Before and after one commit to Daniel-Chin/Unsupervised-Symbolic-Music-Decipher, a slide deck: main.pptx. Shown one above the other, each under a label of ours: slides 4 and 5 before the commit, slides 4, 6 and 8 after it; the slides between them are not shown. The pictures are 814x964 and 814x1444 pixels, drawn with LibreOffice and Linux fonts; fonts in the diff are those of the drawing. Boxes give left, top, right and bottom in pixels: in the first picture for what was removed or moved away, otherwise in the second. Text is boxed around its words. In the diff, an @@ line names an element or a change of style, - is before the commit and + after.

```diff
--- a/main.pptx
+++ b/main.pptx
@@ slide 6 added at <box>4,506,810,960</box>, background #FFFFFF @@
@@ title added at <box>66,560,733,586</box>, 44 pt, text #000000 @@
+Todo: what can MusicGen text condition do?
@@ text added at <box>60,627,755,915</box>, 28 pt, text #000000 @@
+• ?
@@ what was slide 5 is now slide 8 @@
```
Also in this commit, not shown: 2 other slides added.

» Work task:
Everything in the listing must be reproduced exactly; please include every line.

» Finished exercise:
Before and after one commit to Daniel-Chin/Unsupervised-Symbolic-Music-Decipher, a slide deck: main.pptx. Shown one above the other, each under a label of ours: slides 4 and 5 before the commit, slides 4, 6 and 8 after it; the slides between them are not shown. The pictures are 814x964 and 814x1444 pixels, drawn with LibreOffice and Linux fonts; fonts in the diff are those of the drawing. Boxes give left, top, right and bottom in pixels: in the first picture for what was removed or moved away, otherwise in the second. Text is boxed around its words. In the diff, an @@ line names an element or a change of style, - is before the commit and + after.

```diff
--- a/main.pptx
+++ b/main.pptx
@@ slide 6 added at <box>4,506,810,960</box>, background #FFFFFF @@
@@ title added at <box>66,560,733,586</box>, 44 pt, text #000000 @@
+Todo: what can MusicGen text condition do?
@@ text added at <box>60,627,755,915</box>, 28 pt, text #000000 @@
+• ?
@@ what was slide 5 is now slide 8 @@
```
Also in this commit, not shown: 2 other slides added.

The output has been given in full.